Data Challenge Problem - A-R-Smith/data-challenge GitHub Wiki
Contents
- My simple Solution
- Performance Considerations
- Possible Improvements
- Unit Tests
- Distributed Solution
Simple Solution
Usually when tackling a large data problem (or any programming problem really) I write the easiest naïve solution first. The algorithm is to have a sliding window of varying length that iterates through all strings in the files looking for matches. The count of matches for this string are then added to a map with the string itself as the string.

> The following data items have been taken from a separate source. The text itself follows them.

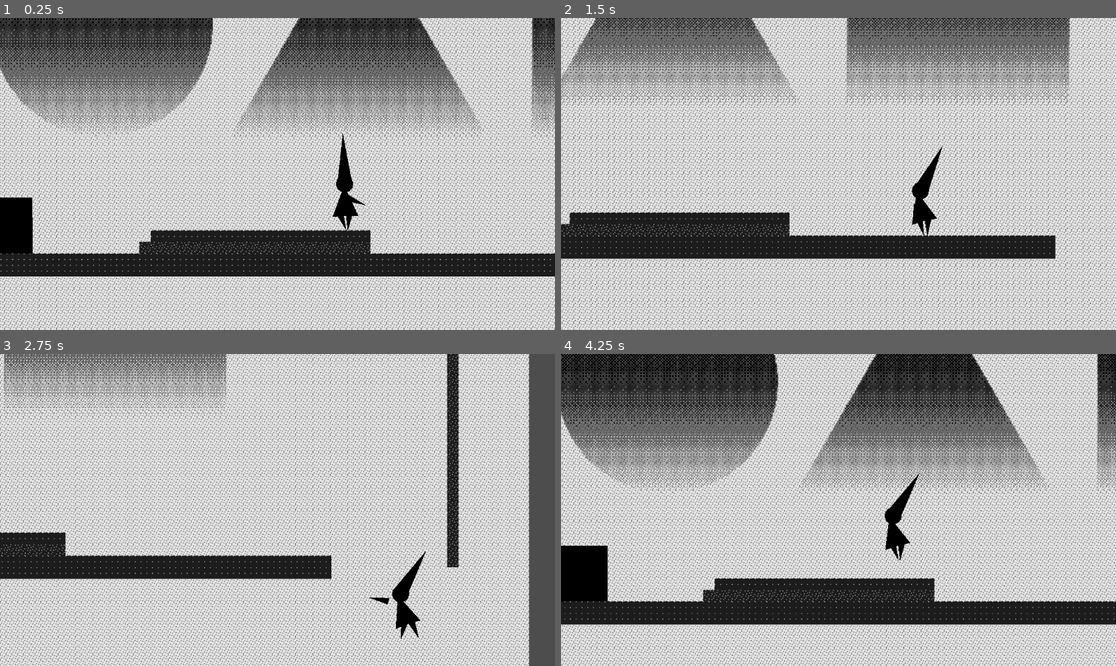
Above: before the commit, frames 1-4 (two rows, left to right).
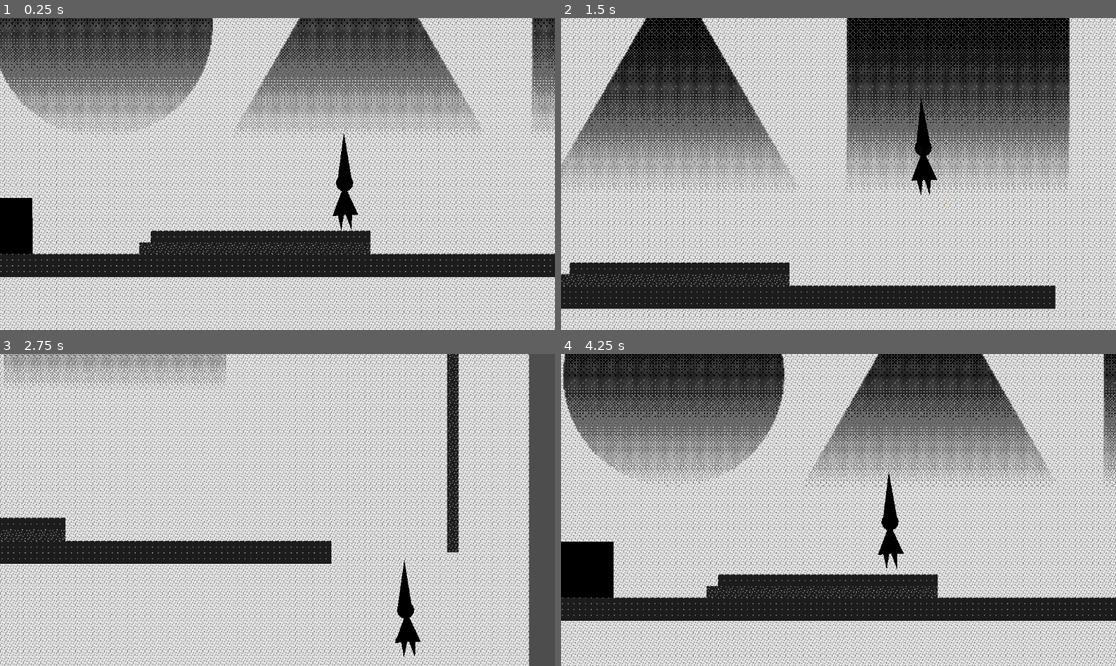
Above: after the commit, the same moments.

Repository: sciamop/circle-triangle-square
Game: Godot game, scene res://Scenes/game.tscn
The game is run twice, just before and just after one commit, with the same random seed, the same clock (stepped at 60 frames per second) and the same inputs.
Inputs:
- Up to frame 1 (0.25 s): no input
- Up to frame 2 (1.5 s): hold Right (move_right) 0.53-1.28 s; tap Space (jump) at 0.6, 0.77, 1.07 s; hold Left (move_left) from 1.28 s (still down); tap B (attack_ranged) at 1.35 s
- Up to frame 3 (2.75 s): tap Space (jump) at 1.52, 1.55, 1.82, 2.3 s; release Left (move_left) at 2.03 s; hold Right (move_right) from 2.03 s (still down); tap Shift (dash) at 2.1 s
- Up to frame 4 (4.25 s): tap Ctrl (slash) at 2.85 s; tap Space (jump) at 3.02, 3.05, 3.32, 3.6, 3.77, 4.07 s; release Right (move_right) at 3.53 s; hold Left (move_left) from 3.53 s (still down)

The runs differ from the first frame. In frame 1, 32% of the frame differs, in the area x 0-100%, y 0-100%; in frame 2, 72%; in frame 3, 46%; in frame 4, 49%.

Commit message:
add player explosion on death

Diff:
--- a/Scenes/brokenPlayer.tscn
+++ b/Scenes/brokenPlayer.tscn
@@ -9,14 +9,14 @@
 height = 12.0
 
 [node name="BrokenPlayer" type="CharacterBody2D"]
-collision_layer = 3
-collision_mask = 3
+collision_mask = 0
 script = ExtResource("1_q66v6")
 
 [node name="hatRB" type="RigidBody2D" parent="."]
 position = Vector2(6, 30)
 rotation = -1.41457
 scale = Vector2(0.999998, 0.999998)
+collision_mask = 0
 can_sleep = false
 
 [node name="hatRBCollider" type="CollisionPolygon2D" parent="hatRB"]
@@ -33,6 +33,7 @@
 vertex_colors = PackedColorArray(0, 0, 0, 1)
 
 [node name="HeadRB" type="RigidBody2D" parent="."]
+collision_mask = 0
 
 [node name="HeadPolygon" type="Polygon2D" parent="HeadRB"]
 position = Vector2(4.00005, 36)
@@ -49,6 +50,7 @@
 polygon = PackedVector2Array(12, 0, 10.3923, 6, 6, 10.3923, 7.34788e-16, 12, -6, 10.3923, -10.3923, 6, -12, 1.46958e-15, -10.3923, -6, -6, -10.3923, -2.20436e-15, -12, 6, -10.3923, 10.3923, -6)
 
 [node name="BodyRB" type="RigidBody2D" parent="."]
+collision_mask = 0
 
 [node name="BodyPolygon" type="Polygon2D" parent="BodyRB"]
 z_index = 1
@@ -67,6 +69,7 @@
 polygon = PackedVector2Array(43.235, -4.365, 0.235, -22.365, 1.235, -4.365, 0.235, 13.635)
 
 [node name="Leg02RB" type="RigidBody2D" parent="."]
+collision_mask = 2
 
 [node name="Leg02Polygon" type="Polygon2D" parent="Leg02RB"]
 z_index = 1
@@ -86,6 +89,7 @@
 
 [node name="Leg01RB" type="RigidBody2D" parent="."]
 collision_layer = 4
+collision_mask = 2
 
 [node name="Leg01Polygon" type="Polygon2D" parent="Leg01RB"]
 z_index = 1
--- a/Scenes/player.tscn
+++ b/Scenes/player.tscn
@@ -284,98 +284,50 @@
 "values": [-0.118089, -1.48414]
 }
 
-[sub_resource type="Animation" id="Animation_3smsa"]
-resource_name = "fall"
-length = 0.25
+[sub_resource type="Animation" id="Animation_1sckd"]
+resource_name = "idle"
+length = 3.0
 loop_mode = 1
-step = 0.125
+step = 0.25
 tracks/0/type = "value"
 tracks/0/imported = false
 tracks/0/enabled = true
-tracks/0/path = NodePath("IKTargetHat:position")
+tracks/0/path = NodePath("IKTargetBody:position")
 tracks/0/interp = 1
-tracks/0/loop_wrap = false
+tracks/0/loop_wrap = true
 tracks/0/keys = {
-"times": PackedFloat32Array(0, 0.125, 0.25),
-"transitions": PackedFloat32Array(1, 1, 1),
-"update": 0,
-"values": [Vector2(34, -36), Vector2(95, -131), Vector2(34, -36)]
+"times": PackedFloat32Array(0),
+"transitions": PackedFloat32Array(1),
+"update": 0,
+"values": [Vector2(-25, -602)]
 }
 tracks/1/type = "value"
 tracks/1/imported = false
 tracks/1/enabled = true
-tracks/1/path = NodePath("IKTargetBody:position")
+tracks/1/path = NodePath("IKTargetHat:position")
 tracks/1/interp = 1
-tracks/1/loop_wrap = false
+tracks/1/loop_wrap = true
 tracks/1/keys = {
-"times": PackedFloat32Array(0, 0.125, 0.25),
-"transitions": PackedFloat32Array(1, 1, 1),
-"update": 0,
-"values": [Vector2(-79, -583), Vector2(-240, -581), Vector2(-79, -583)]
+"times": PackedFloat32Array(0, 1, 2),
+"transitions": PackedFloat32Array(1, 1, 1),
+"update": 0,
+"values": [Vector2(1, -54), Vector2(-7, -51), Vector2(8, -49)]
 }
 tracks/2/type = "value"
 tracks/2/imported = false
 tracks/2/enabled = true
-tracks/2/path = NodePath("IKTargetLeg01:position")
+tracks/2/path = NodePath("Skeleton2D/HipBone/BodyBone/HeadBone/upperArmBone/lowerArmBone:position")
 tracks/2/interp = 1
-tracks/2/loop_wrap = false
+tracks/2/loop_wrap = true
 tracks/2/keys = {
-"times": PackedFloat32Array(0, 0.125, 0.25),
-"transitions": PackedFloat32Array(1, 1, 1),
-"update": 0,
-"values": [Vector2(2, 186), Vector2(55, 179), Vector2(2, 186)]
-}
-tracks/3/type = "value"
-tracks/3/imported = false
-tracks/3/enabled = true
-tracks/3/path = NodePath("IKTargetLeg02:position")
-tracks/3/interp = 1
-tracks/3/loop_wrap = false
-tracks/3/keys = {
-"times": PackedFloat32Array(0, 0.125, 0.25),
-"transitions": PackedFloat32Array(1, 1, 1),
-"update": 0,
-"values": [Vector2(13, 148), Vector2(-13, 150), Vector2(13, 148)]
-}
-tracks/4/type = "value"
-tracks/4/imported = false
-tracks/4/enabled = true
-tracks/4/path = NodePath("CollisionShape2D:position")
-tracks/4/interp = 1
-tracks/4/loop_wrap = true
-tracks/4/keys = {
-"times": PackedFloat32Array(0, 0.125, 0.25),
-"transitions": PackedFloat32Array(1, 1, 1),
-"update": 0,
-"values": [Vector2(0, 68), Vector2(2, 65), Vector2(0, 68)]
-}
-tracks/5/type = "value"
-tracks/5/imported = false
-tracks/5/enabled = true
-tracks/5/path = NodePath("Skeleton2D/HipBone/BodyBone/HeadBone/upperArmBone/lowerArmBone:position")
-tracks/5/interp = 1
-tracks/5/loop_wrap = true
-tracks/5/keys = {
-"times": PackedFloat32Array(0),
-"transitions": PackedFloat32Array(1),
-"update": 0,
-"values": [Vector2(0.406143, 4.48197)]
-}
-tracks/6/type = "value"
-tracks/6/imported = false
-tracks/6/enabled = true
-tracks/6/path = NodePath("Skeleton2D/HipBone/BodyBone/HeadBone/upperArmBone/lowerArmBone:rotation")
-tracks/6/interp = 1
-tracks/6/loop_wrap = true
-tracks/6/keys = {
-"times": PackedFloat32Array(0, 0.125),
-"transitions": PackedFloat32Array(1, 1),
-"update": 0,
-"values": [-0.118089, -1.48414]
-}
-
-[sub_resource type="Animation" id="Animation_1sckd"]
-resource_name = "idle"
+"times": PackedFloat32Array(0),
+"transitions": PackedFloat32Array(1),
+"update": 0,
+"values": [Vector2(5.1009, -1.5595)]
+}
+
+[sub_resource type="Animation" id="Animation_6t5aa"]
+resource_name = "jump"
 length = 3.0
 loop_mode = 1
 step = 0.25
@@ -792,8 +744,8 @@
 "values": [-0.118089, -1.48414]
 }
 
-[sub_resource type="Animation" id="Animation_6t5aa"]
-resource_name = "jump"
+[sub_resource type="Animation" id="Animation_vgqql"]
+resource_name = "fall"
 length = 3.0
 loop_mode = 1
 step = 0.25
@@ -838,7 +790,7 @@
 _data = {
 &"RESET": SubResource("Animation_te0kc"),
 &"dash": SubResource("Animation_fkybt"),
-&"fall": SubResource("Animation_3smsa"),
+&"fall": SubResource("Animation_vgqql"),
 &"idle": SubResource("Animation_1sckd"),
 &"jump": SubResource("Animation_6t5aa"),
 &"melee_attack": SubResource("Animation_vwe64"),
--- a/Scripts/broken_player.gd
+++ b/Scripts/broken_player.gd
@@ -9,5 +9,5 @@
   # Remove the whole broken character node
 	for part in get_children():
 		if part is RigidBody2D:
-			var random_force = Vector2(randf_range(-30, 30), randf_range(-30, -30))
-			part.apply_impulse(Vector2.ZERO, random_force)
+			var random_force = Vector2(randf_range(30, 255) * player.direction, randf_range(-130, -330))
+			part.apply_central_impulse(random_force)
--- a/Scripts/player_controller.gd
+++ b/Scripts/player_controller.gd
@@ -53,6 +53,7 @@
 var knockback_direction: Vector2 = Vector2.ZERO
 var is_being_knocked_back: bool = false
 var knockback_timer: float = 0.0
+var pieces_scene: Node
 
 # Juice parameters
 @export_group("Visual Juice")
@@ -65,6 +66,7 @@
 @export var trail_length: int = 10
 @export var trail_lifetime: float = 0.3
 
+
 # State variables
 var is_jumping: bool = false
 var is_wall_sliding: bool = false
@@ -72,6 +74,7 @@
 var direction: int = 0
 var facing_direction: int = 1
 var current_wall_direction: int = 0
+var has_exploded:bool 			= false
 
 # Combat state
 var attacking: bool = false
@@ -147,6 +150,9 @@
 			trail_points.append(position)
 			trail.add_point(Vector2.ZERO)
 
+	#initialize
+	pieces_scene = preload("res://Scenes/brokenPlayer.tscn").instantiate()
+
 	# Create a vacuum detection area
 	var vacuum_area = Area2D.new()
 	vacuum_area.name = "VacuumArea"
@@ -681,6 +687,18 @@
 
 	# Optional: add a timer to handle respawn or game over
 	var timer = get_tree().create_timer(2.0)
+
+	if has_exploded:
+		return  # Stop if already exploded
+
+
+	pieces_scene.global_position = global_position
+	get_parent().add_child(pieces_scene)
+
+	has_exploded = true  # Mark explosion as happened  # Add pieces to the scene
+
+	queue_free()  # Remove the character
+
 	timer.timeout.connect(_on_death_timer_timeout)
 
 # Called when death timer expires
@@ -714,6 +732,7 @@
 	# You might want to set the player's position to a spawn point here
 	# position = spawn_point_position
 
+
 func print_debug_info() -> void:
 	print("Velocity: ", velocity)
 	print("On Floor: ", is_on_floor())
--- a/project.godot
+++ b/project.godot
@@ -14,6 +14,8 @@
 run/main_scene="res://Scenes/game.tscn"
 config/features=PackedStringArray("4.4", "Forward Plus")
 boot_splash/bg_color=Color(0.481789, 0.48179, 0.481789, 1)
+boot_splash/fullsize=false
+boot_splash/use_filter=false
 boot_splash/image="uid://dokj2kx84i3mx"
 config/icon="res://icon.svg"
 
Not shown, changed: export_presets.cfg

The performance for this solution is bad. From the sheer combinatorics of how many possible strings can be contained in a file, the map of strings/counts is orders of magnitude larger than the file itself. In order to just to get past memory errors I made this assumption:
- Strings no longer than 40 characters
- Throw out non-printable characters
This algorithm takes 30 seconds to run per file on my hardware and takes about .4 GB of memory per file.
Possible improvements:
- Culling strings that are not close to being in top 10000.
- Make more assumptions about data (i.e eliminate whitespace and control characters, try to tokenize the data into smaller strings)
- Writing the map to disc to save memory
- Take another look at the Untar/Encoding
- Use TreeMap instead
- Figure out how to eliminate substrings of strings
- Look into other possible algorithms
- Knuth–Morris–Pratt algorithm (https://en.wikipedia.org/wiki/Knuth%E2%80%93Morris%E2%80%93Pratt_algorithm)
- EPMA: Efficient pattern matching algorithm (https://www.sciencedirect.com/science/article/pii/S0957417417301811)
OR.... we can throw more hardware at it.
Distributed Solution
This problem is a variation of the classic Map-Reduce Word Count problem that every hadoop beginner does.
We will use my simple solution as the example.
The Mappers will split the files/lines and run the algorithm finding the string counts for each. The Reducers will combine all the maps into a single map with 10000 keys.
On average my algorithm uses .4 gb memory per file and takes 30 seconds. That means to calculate the answer of all 100k files in 30secs we need 40k gb ram. (This is not taking into account the CPUs needed)
If we ran the map-reduce on m4.4xlarge (16 cpus, 64 gb ram) we would need 625 machines to run the query in 30s. At $0.8 per hour, this would cost $4.17.